I

Георгий Хромченко
Монсеньор изволил купить большой шар, который я покажу вам; он занимает весь верх большой башни, кроме галереи, которая выстроена по приказанию монсеньора над шаром. Солнце и луна висят на ниточках и на проволоке. Все это вертится; бесподобное зрелище! Монсеньор показывает мне далекие земли и моря; мы обещаемся никогда не ездить туда. Это чрезвычайно занимательно!

- Дюма


Еще лет пять назад я не мог себе такого представить: я сижу в кафе в Катманду и пью кофе с мороженым! Это я! Который ел змей, морских огурцов, черепах и прочих таракашек, лишь бы было поэкзотичнее, лишь бы полнее ощутить себя в Азии, в третьем мире, лишь бы поглубже им пропитаться и в самую душу пустить эту чужую, несовместимую с моей жизнь. А теперь, напротив, радуют глаз европейские слова на билбордах, знакомая пища, и даже банкомат фирмы NCR кажется близким родственником. Интересно, откуда из недр этого чумазого орущего города они достали чистую чашку, чтобы налить в нее мой кофе?

Свободный день. Пролетев полмира, я оказался неожиданно предоставлен сам себе, и уже через час пришло беспокойство, почти вытеснив интерес. Я неожиданно понял, что мне не нужна больше экзотика. Что я делаю в этом занюханном городе? Yet another filthy town! Удивительно, что и здесь живут люди. Нет, взять прямо сей момент обратный билет, лететь скорее назад, и никогда уже в жизни не подвергать сомнению, что место мое за печкой, и вести себя надо соответственно.

Я даже чувствую вину за свою никчемность, за то, что, оказавшись за тысячи километров от дома, я, вместо того, чтобы впитывать незнакомую культуру, прячусь в кафе, в блокнот, в размышления, которым запросто можно предаваться дома, на родимой московской кухне. Почему не на экскурсии, не в местном храме, не в местном шалмане, не в местном борделе? Почему закрыт на семь запоров, и тем уютен? Что не ладно?

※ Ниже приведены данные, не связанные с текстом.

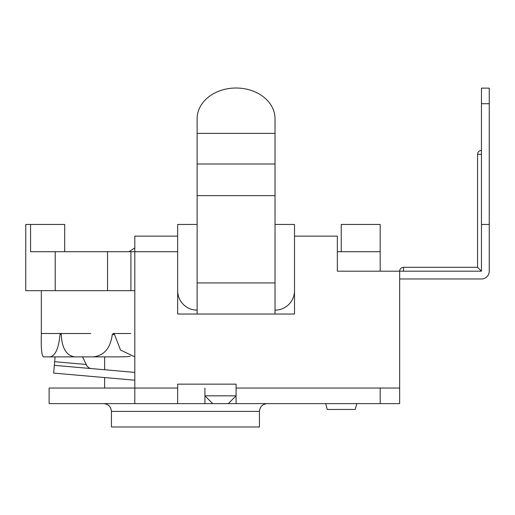 <?xml version="1.0" encoding="UTF-8"?>
<svg xmlns="http://www.w3.org/2000/svg" width="515" height="515" viewBox="0 0 515 515"><rect width="100%" height="100%" fill="white"/><g stroke="black" fill="none" stroke-linecap="round" stroke-linejoin="round"><path stroke-width="0.77" d="M64.697 251.713L64.697 224.45L30.572 224.45L30.572 251.713L55.214 251.713L55.214 290.666L134.808 290.666M55.214 290.666L25.75 290.666L25.75 224.45L30.572 224.45M341.239 251.713L341.239 224.45L380.192 224.45L380.192 271.193M130.913 290.666L130.913 251.713L55.214 251.713M130.913 251.713L134.808 251.713L134.808 403.618L177.656 403.618L177.656 384.145L236.076 384.145L236.076 403.618L380.192 403.618L380.192 388.04L399.666 388.04L399.666 403.618L380.192 403.618M337.344 251.713L380.192 251.713M228.287 403.618L236.076 395.829L204.919 395.829L212.708 403.618L284.274 403.618M204.919 388.04L204.919 403.618L49.118 403.618L49.118 388.04L177.656 388.04M325.66 403.618L327.225 409.464L355.253 409.464L356.824 403.618M294.503 290.666A19.473 19.473 0 0 1 275.029 310.139M481.461 103.708L489.25 103.708L489.25 88.129L481.461 88.129L481.461 271.193L337.344 271.193L337.344 236.134L294.503 236.134L294.503 224.45L275.029 224.45M294.503 236.134L294.503 314.034L177.656 314.034L177.656 224.45L197.129 224.45M197.129 310.139A19.473 19.473 0 0 1 177.656 290.666M107.545 251.713L107.545 290.666M134.808 356.856L120.523 350.039L114.497 334.441L113.648 333.508L130.765 333.508M113.126 333.508L113.648 333.508L112.283 334.441C110.474 348.204 104.088 355.678 93.131 356.876L74.778 356.876C66.403 355.678 61.903 348.204 61.279 334.441L60.789 333.508L60.004 334.441C58.742 348.204 55.465 355.678 50.167 356.876L43.447 356.876C41.67 355.678 40.968 348.204 41.335 334.441L41.329 333.508L60.487 333.508M130.289 356.142L128.293 356.67L119.441 356.876L82.567 356.876L86.945 365.933M60.789 333.508L90.743 333.508M43.447 356.876L55.086 356.876L54.345 365.341L134.808 372.397M41.329 333.508L41.329 290.666M50.167 356.876L93.131 356.876M91.528 376.42L91.187 376.381M91.528 368.598C89.256 368.437 87.421 367.053 86.024 364.453L54.667 361.704M134.808 380.199L53.669 373.105L54.345 365.341M134.808 236.134L134.808 251.713L177.656 251.713L177.656 236.134L134.808 236.134M481.461 271.193L477.566 267.291L403.56 267.291A3.895 3.895 0 0 0 399.666 271.193L399.666 388.04M197.129 164.008L197.129 118.708A38.947 30.694 180 0 1 236.076 88.014A38.947 30.694 180 0 1 275.029 118.708L275.029 195.629L197.129 195.629L197.129 164.008L275.029 164.008M275.029 314.034L275.029 195.629M275.029 282.935L197.129 282.935L197.129 314.034M197.129 282.935L197.129 195.629M212.708 403.618L204.919 403.618M275.029 128.299L275.029 118.708M197.129 118.708L197.129 128.299M324.688 403.618L315.431 403.618M177.656 236.134L162.071 236.134M259.451 411.408L259.451 426.987L111.44 426.987L111.44 411.408L259.451 411.408C259.869 406.721 262.463 404.121 267.24 403.618M489.25 103.708L489.25 271.193A7.789 7.789 0 0 1 481.461 278.982L403.56 278.982M481.461 224.45L489.25 224.45L489.25 271.193M481.461 278.982L399.666 278.982M112.283 334.441L114.497 334.441M60.004 334.441L61.279 334.441M380.192 388.04L236.076 388.04M197.129 133.391L275.029 133.391M481.461 154.339L477.566 154.339L477.566 267.291M399.666 271.193A3.895 3.895 0 0 1 403.56 267.291L403.56 271.193M129.033 251.713L134.808 247.882M104.622 356.876L104.622 369.751M104.622 377.559L104.622 388.04M111.44 411.408C111.021 406.721 108.427 404.121 103.65 403.618M481.461 150.444A3.895 3.895 0 0 0 477.566 154.339"/></g></svg>

Всю жизнь я подступаюсь к этому барьеру – как овладеть собой перед лицом выраженного одиночества. И всю жизнь в такие моменты сажусь писать письма. И всегда это приносит облегчение, ясность, успокоение. Просто сидеть и писать, и знать, что вкус к дальним странствиям непременно возьмет свое, как только я расчищу внутри этих странствий маленький пятачок пространства для себя. Как только смогу внутренне посмотреть на них из Москвы – все они станут безумно интересными, важными, наполненными.

...Лет в тринадцать я, конечно, не формулируя этого прямо, был в душе уверен, что к взрослому возрасту уж точно прочту все книги, которые того стоят. Но в какой-то момент я посчитал, и понял, что за всю жизнь вряд ли осилю более тысячи или полутора тысяч книг. И открытие это было катастрофой, равносильной осознанию того, что все люди смертны. Прошло немалое время прежде, чем я смирился с этим фактом и перестал поглощать книги просто из ужаса чего-то не успеть. И от осознания того, что книги никогда не сделают меня другим, что прочтение прочтению рознь, что количество уж точно не имеет значения, мне стало и печально, и легко.

И был точно такой же период, посвященный путешествиям, когда хотелось везде побывать, и призывно моргали с политической карты миры те города и страны, где еще не был, и бывало и пять и шесть поездок в год – в этническое и культурное разнообразие. В тот день в Катманду мой экзотический гон закончился. Вряд ли я когда-нибудь еще поеду в какое-то место просто потому, что никогда там не был, или потому, что оно далекое и необычное, и оттуда по-другому выглядит звездное небо. И вряд ли буду выяснять, какое там самое экзотическое блюдо, и стараться попробовать его, или поносить местную одежду, или непременно пойти в кафе, куда не ходят туристы, а сплошь одни местные французы, или чехи, или вьетнамцы, как будто я и сам от этого перестану быть туристом. Теперь мне точно необходима для путешествий какая-то иная причина, помощнее. Благо в Тибете она была.